Mike Rose, the director at No More Robots who published Let’s Build a Zoo, tweeted, “just 1000s of people buying the game, and us earning less than $1 for each sale”. This could have been the end to quite an upsetting story for everyone behind Let’s Build a Zoo, but as fate would have it, they were in for a win.
Despite losing out on a stack of money due to these scammers, “these super cheap sales in Argentina were putting us in more US player eyeballs’, Rose tweeted, explaining that the Let’s Build a Zoo pre-orders were seen as US sales and so it pushed the game up the US best-sellers charts.
The US eShop is *not* the US eShop.It's the "Americas" eShop. Any sales anywhere in the Americas, were treated as sales across the whole of the region.By getting shitloads of sales in Argentina, we were being boosted up the charts for people in the US!October 13, 2022
After the US eShop store was conquered, Let’s build a Zoo went on to get onto the charts of the EU and Australian eShop boards as well. Luckily this exposure saved Let’s Build a Zoo from a big financial loss.
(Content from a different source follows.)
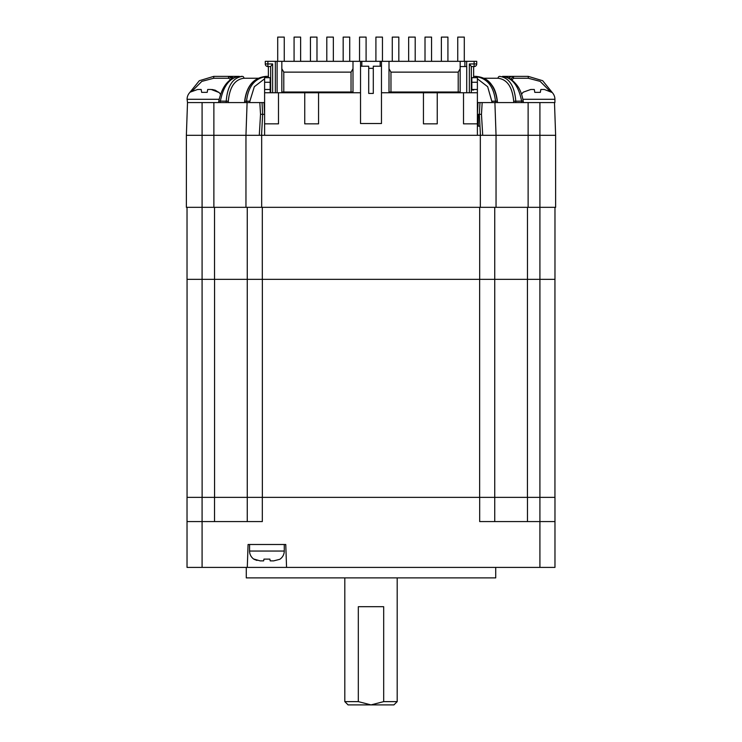 <?xml version="1.0" encoding="UTF-8"?>
<svg xmlns="http://www.w3.org/2000/svg" width="742" height="742" viewBox="0 0 742 742"><rect width="100%" height="100%" fill="white"/><g stroke="black" fill="none" stroke-linecap="round" stroke-linejoin="round"><path stroke-width="1.11" d="M249.572 544.498L249.572 551.046A9.822 9.822 0 0 0 254.098 559.32L256.992 560.433M249.572 551.046L284.269 551.046A9.822 9.822 0 0 1 279.743 559.32L273.696 560.869L270.19 560.869L269.884 559.116L263.957 559.116L263.642 560.869L260.136 560.869L254.135 559.116M284.269 551.046L284.269 544.498M397.193 701.626L393.919 704.9L371 704.9L383.679 701.626L397.193 701.626L397.193 577.888M344.807 701.626L358.321 701.626L371 704.9L348.081 704.9L344.807 701.626L344.807 577.888M383.679 701.626L383.679 606.696L358.321 606.696L358.321 701.626M495.721 567.407L495.721 577.888L246.279 577.888L246.279 567.407M270.19 560.869L273.696 560.869M554.97 207.324L554.97 279.344L202.084 279.344L202.121 497.363L187.03 497.363L187.03 567.407L286.56 567.407L285.763 544.498L248.078 544.498L247.281 567.407M187.03 521.58L202.084 521.58L202.084 497.363L554.97 497.363L554.97 567.407L286.56 567.407M479.684 497.363L479.684 521.58L554.97 521.58M202.084 567.407L202.084 521.58L262.316 521.58L262.316 497.363M494.738 207.324L494.738 521.58M247.262 207.324L247.262 521.58M554.942 279.344L554.942 497.363M187.058 279.344L187.058 497.363M219.048 99.298L187.086 99.298L187.513 102.572L186.372 135.304L186.372 207.324L202.084 207.324L202.084 279.344L187.03 279.344L187.03 207.324M263.642 560.869L263.957 559.116L269.884 559.116M499.848 76.38L499.616 76.38C509.16 77.65 514.549 85.924 515.792 101.2L515.773 102.572L554.914 102.572L554.914 99.298A9.822 9.822 0 0 0 551.825 92.147L551.825 92.147M521.645 94.206A9.822 9.822 0 0 1 523.305 92.147L530.79 89.476L534.296 89.476L534.806 92.37L540.334 92.37L540.844 89.476L544.35 89.476L551.788 92.37L548.357 90.209M220.355 94.206A9.822 9.822 0 0 0 218.695 92.147L218.695 92.147M187.086 99.298A9.822 9.822 0 0 1 190.175 92.147L197.65 89.476L201.156 89.476L201.666 92.37L207.194 92.37L207.704 89.476L211.21 89.476L218.658 92.37L215.254 90.218M513.668 102.572L513.687 101.2C512.37 86.999 507.157 79.348 498.049 78.244L483.784 78.244M264.606 82.279L264.606 77.687L270.171 77.687L270.171 82.279L264.606 82.279L264.606 135.304L477.394 135.304L477.394 82.279L471.829 82.279L471.829 77.687L477.394 77.687L477.394 82.279M186.372 135.304L555.628 135.304L554.487 102.572M207.194 92.37L201.666 92.37L201.156 89.476L197.65 89.476M534.296 89.476L530.79 89.476M187.513 102.572L202.084 102.572L202.084 207.324L555.628 207.324L555.628 135.304M479.351 114.351L479.972 102.572L478.006 102.572L482.179 102.572L481.465 114.287L479.351 114.351L480.454 135.304L479.351 114.351L477.394 114.351L478.006 102.572L477.394 102.572M264.606 114.351L262.649 114.351L261.546 135.304L262.649 114.351L260.535 114.287L259.821 102.572L263.994 102.572L264.606 114.351M473.628 76.973A1.966 1.196 -90 0 1 474.481 76.38L475.965 76.38C483.2 77.075 488.431 79.904 491.64 84.866C494.58 88.419 496.481 93.854 497.344 101.181L497.205 101.2C495.239 85.951 488.162 77.678 475.965 76.38M268.372 76.38L267.519 76.38L268.372 76.38M244.572 102.572L244.656 101.181C246.576 85.896 253.699 77.632 266.035 76.38L267.519 76.38C255.239 77.669 248.236 85.942 246.53 101.2L244.795 101.2L244.712 102.572L259.821 102.572M521.774 102.572L521.635 101.2C518.667 85.942 512.295 77.669 502.519 76.38L528.258 76.38L542.68 80.711L552.642 93.01L542.68 80.711L528.258 76.38L528.258 78.244L513.483 78.244L511.943 80.071M218.63 102.572L218.797 101.088C222.136 85.859 229.037 77.622 239.48 76.38L213.742 76.38L239.48 76.38C229.723 77.641 223.361 85.914 220.365 101.2L220.226 102.572L226.227 102.572L226.208 101.2C227.432 85.951 232.83 77.678 242.384 76.38A1.966 1.567 90 0 1 243.951 78.244C234.834 79.375 229.621 87.027 228.313 101.2L228.332 102.572M202.084 102.572L220.226 102.572M264.606 102.572L262.028 102.572L262.649 114.351M482.179 102.572L515.773 102.572M226.227 102.572L245.138 102.572M247.095 102.572L245.954 135.304L245.954 207.324M259.283 135.304L260.535 114.287M481.465 114.287L482.717 135.304M494.905 102.572L496.046 135.304L496.046 207.324M479.972 126.14L477.394 126.14M497.288 102.572L497.205 101.2L495.471 101.2L495.517 102.572M246.483 102.572L246.53 101.2L249.868 101.2L249.831 102.572M492.169 102.572L487.67 86.712L477.394 78.8M264.606 78.8L254.33 86.712L249.868 101.2M549.423 90.682L540.176 81.379L528.258 78.244L513.483 78.244L528.258 78.244M513.687 101.2L523.203 101.088C521.923 93.807 519.66 88.317 516.423 84.607C511.943 79.199 507.315 76.454 502.519 76.38L513.483 76.38L513.483 78.244M242.152 76.38L240.89 76.38M230.855 79.468L228.517 78.244L213.742 78.244L201.824 81.379L192.577 90.682M266.035 76.38C253.857 77.65 246.78 85.924 244.795 101.2L244.656 101.181M474.481 76.38C486.743 77.641 493.745 85.914 495.471 101.2L492.132 101.2M231.356 78.17L228.517 76.38L228.517 78.244L213.742 78.244L213.742 76.38L199.32 80.711L189.358 93.01L199.32 80.711L213.742 76.38L199.32 80.711L189.358 93.01L199.32 80.711L213.742 76.38L199.32 80.711L189.358 93.01L199.32 80.711L213.742 76.38L199.32 80.711L189.358 93.01L199.32 80.711L213.742 76.38L199.32 80.711L189.358 93.01M233.248 78.003L230.456 76.38L233.442 77.91M508.558 77.91L511.544 76.38L508.752 78.003M510.32 79.487L513.483 76.38M511.145 79.468L511.961 79.487M268.372 76.973A1.966 1.196 -90 0 0 267.519 76.38M499.616 76.38A1.966 1.567 90 0 0 498.049 78.244M215.152 90.181L212.119 89.513M540.334 92.37L534.806 92.37M304.739 123.849L318.559 123.849L318.559 92.75L304.739 92.75L304.739 123.849L304.739 92.75L278.491 92.75L278.491 123.849L264.606 123.849M423.441 123.849L437.251 123.849L437.251 92.75L423.441 92.75L423.441 123.849L423.441 92.75L381.471 92.75M477.394 92.75L463.509 92.75L463.509 123.849L463.509 92.75L437.251 92.75M471.829 82.279L471.829 89.995M360.529 92.75L318.559 92.75M264.606 92.75L278.491 92.75M463.509 123.849L477.394 123.849M270.171 82.279L270.171 92.75M277.703 61.326L277.703 37.1L284.251 37.1L284.251 61.326M294.073 61.326L294.073 37.1L300.621 37.1L300.621 61.326M310.444 61.326L310.444 37.1L316.982 37.1L316.982 61.326M326.805 61.326L326.805 37.1L333.353 37.1L333.353 61.326M343.175 61.326L343.175 37.1L349.723 37.1L349.723 61.326M359.545 61.326L359.545 37.1L366.094 37.1L366.094 61.326M375.906 61.326L375.906 37.1L382.455 37.1L382.455 61.326M392.277 61.326L392.277 37.1L398.825 37.1L398.825 61.326M408.647 61.326L408.647 37.1L415.195 37.1L415.195 61.326M425.008 61.326L425.008 37.1L431.556 37.1L431.556 61.326M441.379 61.326L441.379 37.1L447.927 37.1L447.927 61.326M457.749 61.326L457.749 37.1L464.297 37.1L464.297 61.326M268.372 77.687L268.372 66.557L270.663 66.557L267.881 66.557A2.616 2.616 -90 0 1 265.265 63.942L265.265 61.326L277.118 61.326L277.118 92.75M270.171 88.586L270.663 88.586L270.663 89.995L270.171 89.995M270.663 88.586L270.663 66.483L272.629 63.942L265.265 63.942A2.616 2.616 -90 0 0 267.881 66.557L268.372 66.557M265.265 61.326L265.265 63.942L265.265 61.326M473.628 77.687L473.628 66.557L474.119 66.557A2.616 2.616 90 0 0 476.735 63.942L474.119 63.942L474.119 61.326L476.735 61.326L476.735 63.942L476.735 61.326M471.337 88.586L471.829 88.586M471.337 89.995L473.628 89.995M471.337 92.75L471.337 66.483L469.371 63.942L474.119 63.942L474.119 66.557L471.337 66.557L473.628 66.557M351.031 72.132L352.997 68.756L352.997 92.017L351.031 92.017L351.031 72.132L283.796 72.132L283.796 92.017L281.83 92.017L281.83 68.756L283.796 72.132M351.031 92.017L283.796 92.017M390.969 72.132L458.204 72.132L458.204 92.017L390.969 92.017L390.969 72.132L389.003 68.756L389.003 61.326L389.003 92.75L389.003 68.756M466.718 66.557L466.718 92.75L466.718 66.557L460.17 66.557M466.653 66.557L466.653 61.326L464.882 61.326L464.882 66.557M460.17 92.75L460.17 92.017L458.204 92.017M464.882 61.326L381.471 61.326L381.471 66.224L373.291 66.224L373.291 68.338L368.709 68.338L368.709 66.224L368.709 93.427L368.709 68.338M458.204 72.132L460.17 68.756L460.17 61.326M460.17 68.756L460.17 92.017M390.969 92.017L389.003 92.017M368.709 93.427L373.291 93.427L373.291 68.338M360.529 123.524L360.529 61.326L381.471 61.326L381.471 123.524L360.529 123.524M368.709 66.224L360.529 66.224M360.529 92.017L360.529 86.777M360.529 61.326L352.997 61.326L352.997 68.756M352.997 92.017L352.997 92.75M281.83 68.756L281.83 61.326L352.997 61.326M277.118 61.326L281.83 61.326L281.83 92.017M275.347 92.75L275.347 61.326M270.663 92.75L270.663 66.483M466.653 61.326L474.119 61.326M539.916 102.572L539.916 567.407M527.479 497.363L527.479 521.58M214.521 497.363L214.521 521.58M527.441 279.344L527.441 497.363M214.559 279.344L214.559 497.363M262.353 279.344L262.353 497.363M479.647 279.344L479.647 497.363M214.521 207.324L214.521 279.344M262.316 207.324L262.316 279.344M479.684 207.324L479.684 279.344M527.479 207.324L527.479 279.344M554.914 99.298L522.952 99.298M486.335 78.244L483.877 78.244M480.334 133.096L480.334 207.324M228.313 101.2L218.797 101.088M261.666 133.096L261.666 207.324M213.872 102.572L213.872 207.324M528.128 102.572L528.128 207.324M478.367 126.14L478.367 114.351M213.742 78.244L228.517 78.244M230.057 80.071L230.039 79.487M258.216 78.244L243.951 78.244M471.829 89.476L477.394 89.476M264.606 89.476L270.171 89.476M267.881 61.326L267.881 66.557M469.371 63.942L469.371 92.75M361.836 66.224L361.836 61.326M380.164 61.326L380.164 66.224M272.629 92.75L272.629 63.942M497.428 102.572L497.344 101.181M523.203 101.088L523.37 102.572"/></g></svg>

But this kind of success can’t be guaranteed for everyone.
Region swapping is surprisingly easy to do if you want to see what prices are available in other regions. All you have to do is go to the official Nintendo website, log in and change your region in the settings menu. It’s that easy. As it stands, Nintendo doesn’t seem to have any barriers or penalties for doing this either.
This means it’s incredibly simple for users to bypass their countries' pricing in favor of cheaper options elsewhere. In this case, Argentia seems to have many of the best deals.
Region swapping not only got users a steep discount, it also helped Let’s Build a Zoo on its road to success. But you shouldn’t see region-swapping as doing devs a favor.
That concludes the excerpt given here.